Ukraine annexation votes end as Russia mobilizes exodus


© Reuters. A woman says goodbye to a partially deployed reserve soldier, before he departs for a military base, in the city of Bataysk, Rostov region, Russia September 26, 2022. REUTERS / Sergey Pivovarov


By Tom Balmforth

KYIV, Ukraine (Reuters) – Russia-organized referendums that could lead to the annexation of 15% of Ukraine’s territory will end on Tuesday as the Kremlin says it has not made a decision on the shutdown border was the first mobilization since the Second World War that caused some to flee.

Voting in the eastern and southeastern Ukrainian provinces of Luhansk, Donetsk, Kherson and Zaporizhzhia began on Friday and has been dismissed by Western nations as a sham, which has pledged not to recognize the results. .

In Russia, the call for some 300,000 reservists led to the first prolonged protest since the invasion began, with a monitoring group estimating at least 2,000 people have been arrested so far. Any public criticism of Russia’s “special military operations” is prohibited.

Flights out of Russia have sold out and cars have blocked border checkpoints, with reports of 48-hour queues at the only land border to Georgia, a rare pro-Western neighbour. allows Russian citizens to enter without a visa.

Asked about the prospect of the border being closed, Kremlin spokesman Dmitry Peskov told reporters on Monday: “I don’t know anything about this. At the moment, no decision has been made.”

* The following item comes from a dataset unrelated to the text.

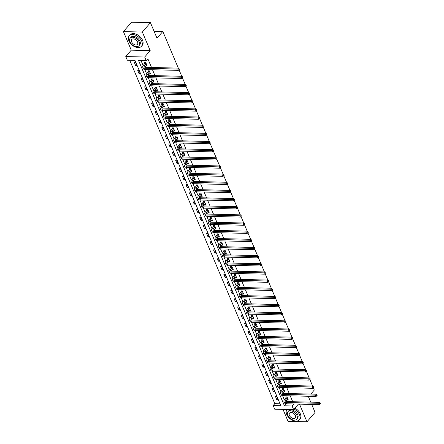 <?xml version="1.0" encoding="UTF-8"?>
<svg xmlns="http://www.w3.org/2000/svg" width="444" height="444" viewBox="0 0 444 444"><rect width="100%" height="100%" fill="white"/><g stroke="black" fill="none" stroke-linecap="round" stroke-linejoin="round"><path stroke-width="0.67" d="M127.311 60.218L125.769 56.56L144.694 57.015L146.237 60.673L138.567 60.489L284.432 405.805L292.108 405.988L293.651 409.646L274.725 409.19L273.177 405.533L280.852 405.716L134.987 60.401L127.311 60.218M131.263 50.161L150.189 50.616L142.352 32.062L150.433 22.655L131.507 22.2L123.426 31.607L131.263 50.161L125.769 56.56M283.006 409.39L288.056 421.345L306.982 421.8L299.517 404.123M129.748 60.273L274.797 403.651L273.177 405.533M142.352 32.062L123.426 31.607M311.694 404.417L315.062 412.393L306.982 421.8M150.433 22.655L157.01 38.228L162.831 31.452L154.062 31.241M162.831 31.452L178.316 68.115M179.01 69.758L181.757 76.268M182.451 77.911L185.204 84.416M185.897 86.064L188.644 92.568M189.338 94.217L192.091 100.721M192.785 102.364L195.532 108.874M196.226 110.517L198.979 117.027M199.672 118.67L202.42 125.18M203.113 126.823L205.866 133.333M206.56 134.976L209.307 141.481M210.001 143.129L212.748 149.634M213.447 151.282L216.195 157.787M216.888 159.429L219.636 165.939M220.335 167.582L223.082 174.092M223.776 175.735L226.523 182.245M227.217 183.888L229.97 190.398M230.664 192.041L233.411 198.546M234.105 200.194L236.857 206.699M237.551 208.347L240.298 214.852M240.992 216.494L243.745 223.005M244.439 224.647L247.186 231.158M247.88 232.8L250.632 239.31M251.326 240.953L254.073 247.458M254.767 249.106L257.52 255.611M258.214 257.259L260.961 263.764M261.655 265.412L264.402 271.917M265.101 273.56L267.849 280.07M268.542 281.712L271.29 288.223M271.989 289.865L274.736 296.376M275.43 298.018L278.177 304.523M278.876 306.171L281.624 312.676M282.317 314.324L285.065 320.829M285.758 322.477L288.511 328.982M289.205 330.625L291.952 337.135M292.646 338.778L295.399 345.288M296.093 346.931L298.84 353.441M299.534 355.083L302.286 361.588M302.98 363.236L305.727 369.741M306.421 371.389L309.174 377.894M309.868 379.537L312.615 386.047M313.309 387.69L314.302 390.043L310.844 394.072M274.797 403.651L280.031 403.779M278.105 399.8L276.779 396.664L275.502 396.636L276.828 399.767L278.105 399.8M274.658 391.647L273.338 388.511L272.055 388.483L273.382 391.619L274.658 391.647M271.217 383.494L269.891 380.358L268.614 380.33L269.941 383.466L271.217 383.494M267.776 375.341L266.45 372.211L265.168 372.177L266.494 375.313L267.776 375.341M264.33 367.194L263.003 364.058L261.727 364.025L263.053 367.16L264.33 367.194M260.889 359.041L259.562 355.905L258.286 355.872L259.607 359.007L260.889 359.041M257.442 350.888L256.116 347.752L254.839 347.719L256.166 350.854L257.442 350.888M254.001 342.735L252.675 339.599L251.398 339.571L252.719 342.701L254.001 342.735M250.555 334.582L249.234 331.446L247.952 331.418L249.278 334.554L250.555 334.582M247.114 326.429L245.787 323.293L244.511 323.265L245.832 326.401L247.114 326.429M243.667 318.276L242.346 315.146L241.064 315.112L242.391 318.248L243.667 318.276M240.226 310.128L238.9 306.993L237.623 306.959L238.944 310.095L240.226 310.128M236.78 301.976L235.459 298.84L234.177 298.806L235.503 301.942L236.78 301.976M233.339 293.823L232.012 290.687L230.736 290.654L232.057 293.789L233.339 293.823M229.892 285.67L228.571 282.534L227.289 282.506L228.616 285.642L229.892 285.67M226.451 277.517L225.125 274.381L223.848 274.353L225.169 277.489L226.451 277.517M223.005 269.364L221.684 266.228L220.402 266.2L221.728 269.336L223.005 269.364M219.564 261.211L218.237 258.081L216.961 258.047L218.287 261.183L219.564 261.211M216.123 253.063L214.796 249.928L213.514 249.894L214.841 253.03L216.123 253.063M212.676 244.91L211.35 241.775L210.073 241.741L211.4 244.877L212.676 244.91M209.235 236.757L207.909 233.622L206.632 233.588L207.953 236.724L209.235 236.757M205.788 228.605L204.462 225.469L203.186 225.441L204.512 228.577L205.788 228.605M202.347 220.452L201.021 217.316L199.745 217.288L201.065 220.424L202.347 220.452M198.901 212.299L197.58 209.163L196.298 209.135L197.624 212.271L198.901 212.299M195.46 204.151L194.133 201.015L192.857 200.982L194.178 204.118L195.46 204.151M192.013 195.998L190.692 192.863L189.41 192.829L190.737 195.965L192.013 195.998M188.572 187.845L187.246 184.71L185.969 184.676L187.29 187.812L188.572 187.845M185.126 179.692L183.805 176.557L182.523 176.523L183.849 179.659L185.126 179.692M181.685 171.539L180.358 168.404L179.082 168.376L180.403 171.512L181.685 171.539M178.238 163.386L176.917 160.251L175.635 160.223L176.962 163.359L178.238 163.386M174.797 155.234L173.471 152.098L172.194 152.07L173.515 155.206L174.797 155.234M171.351 147.086L170.03 143.95L168.748 143.917L170.074 147.053L171.351 147.086M167.91 138.933L166.583 135.797L165.307 135.764L166.633 138.9L167.91 138.933M164.463 130.78L163.142 127.644L161.86 127.611L163.187 130.747L164.463 130.78M161.022 122.627L159.696 119.492L158.419 119.458L159.746 122.594L161.022 122.627M157.581 114.474L156.255 111.339L154.973 111.311L156.299 114.447L157.581 114.474M154.135 106.321L152.808 103.186L151.532 103.158L152.858 106.294L154.135 106.321M150.694 98.168L149.367 95.033L148.091 95.005L149.412 98.141L150.694 98.168M147.247 90.021L145.926 86.885L144.644 86.852L145.971 89.988L147.247 90.021M143.806 81.868L142.48 78.732L141.203 78.699L142.524 81.835L143.806 81.868M140.36 73.715L139.039 70.579L137.757 70.546L139.083 73.682L140.36 73.715M136.918 65.562L135.592 62.426L134.316 62.393L135.636 65.529L136.918 65.562M285.98 403.763L293.667 403.985M292.707 401.709L290.226 395.832M289.266 393.556L286.785 387.679M285.819 385.403L283.339 379.526M282.378 377.25L279.898 371.373M278.932 369.097L276.451 363.22M275.491 360.944L273.01 355.072M272.044 352.791L269.564 346.919M268.603 344.644L266.123 338.766M265.157 336.491L262.676 330.614M261.716 328.338L259.235 322.461M258.269 320.185L255.788 314.308M254.828 312.032L252.347 306.155M251.387 303.879L248.901 298.007M247.941 295.726L245.46 289.854M244.5 287.579L242.013 281.701M241.053 279.426L238.572 273.548M237.612 271.273L235.126 265.395M234.166 263.12L231.685 257.243M230.725 254.967L228.244 249.09M227.278 246.814L224.797 240.942M223.837 238.661L221.356 232.789M220.391 230.514L217.91 224.636M216.95 222.361L214.469 216.483M213.503 214.208L211.022 208.33M210.062 206.055L207.581 200.177M206.615 197.902L204.135 192.03M203.174 189.749L200.694 183.877M199.733 181.596L197.247 175.724M196.287 173.449L193.806 167.571M192.846 165.296L190.359 159.418M189.399 157.143L186.918 151.265M185.958 148.99L183.472 143.112M182.512 140.837L180.031 134.965M179.071 132.684L176.59 126.812M175.624 124.531L173.143 118.659M172.183 116.383L169.702 110.506M168.737 108.231L166.256 102.353M165.296 100.078L162.815 94.2M161.849 91.925L159.368 86.047M158.408 83.772L155.927 77.9M154.962 75.619L152.481 69.747M151.521 67.466L147.852 58.791L146.237 60.673M141.003 60.545L143.157 65.651M144.794 69.525L146.598 73.798M148.241 77.678L150.044 81.951M151.682 85.831L153.485 90.104M155.123 93.984L156.932 98.257M158.569 102.137L160.373 106.41M162.01 110.284L163.819 114.563M165.457 118.437L167.26 122.716M168.898 126.59L170.707 130.863M172.344 134.743L174.148 139.016M175.785 142.896L177.594 147.169M179.232 151.049L181.035 155.322M182.673 159.202L184.482 163.475M186.119 167.349L187.923 171.628M189.56 175.502L191.364 179.776M193.007 183.655L194.811 187.929M196.448 191.808L198.252 196.082M199.894 199.961L201.698 204.234M203.335 208.114L205.139 212.387M206.776 216.267L208.586 220.54M210.223 224.414L212.027 228.693M213.664 232.567L215.473 236.841M217.11 240.72L218.914 244.994M220.551 248.873L222.361 253.147M223.998 257.026L225.802 261.3M227.439 265.179L229.248 269.453M230.886 273.332L232.689 277.605M234.327 281.479L236.136 285.758M237.773 289.632L239.577 293.906M241.214 297.785L243.023 302.059M244.661 305.938L246.464 310.212M248.102 314.091L249.905 318.365M251.548 322.244L253.352 326.518M254.989 330.397L256.793 334.671M258.436 338.544L260.24 342.824M261.877 346.697L263.681 350.971M265.318 354.85L267.127 359.124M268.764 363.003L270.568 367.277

Russia counts millions of former conscripts as full-fledged reservists. Authorities have not yet determined exactly who will be called up, as part of President Vladimir Putin’s order has been classified.

The mobilization has also seen the first sustained criticism of authorities in the state-controlled media since the war began.

But Sergei Tsekov, a senior lawmaker representing Russia’s annexed Crimea in the Russian Senate, told RIA news agency: “All people of military age should be banned from going abroad in the current situation. .”

Two exile news sites – Meduza and Novaya Gazeta Europe – both reported that authorities were planning to ban the men from leaving the country, citing unidentified officials.

Moscow has said it wants to rid Ukraine of nationalists and protect Russian-speaking communities. Kyiv and the West describe Russia’s actions as a gratuitous war of aggression.


Late on Monday, Ukrainian President Volodymyr Zelenskiy described the military situation in Donetsk – one of four regions where voting is taking place – as difficult.

“The situation … is particularly dire,” he said. “We are doing everything we can to contain enemy activity. This is our number one goal right now because Donbas is still the number one target of the occupiers,” referring to the much larger area. including Donetsk and Luhansk.

Last week, in what appeared to be orchestrated requests, Russian-backed officials there and in other regions the size of Portugal lined up to demand a referendum on joining Russia.

The self-proclaimed Donetsk and Luhansk People’s Republics, recognized by Putin as independent shortly before the invasion, and Russian-installed officials in the Kherson and Zaporizhzhia regions asked for a vote.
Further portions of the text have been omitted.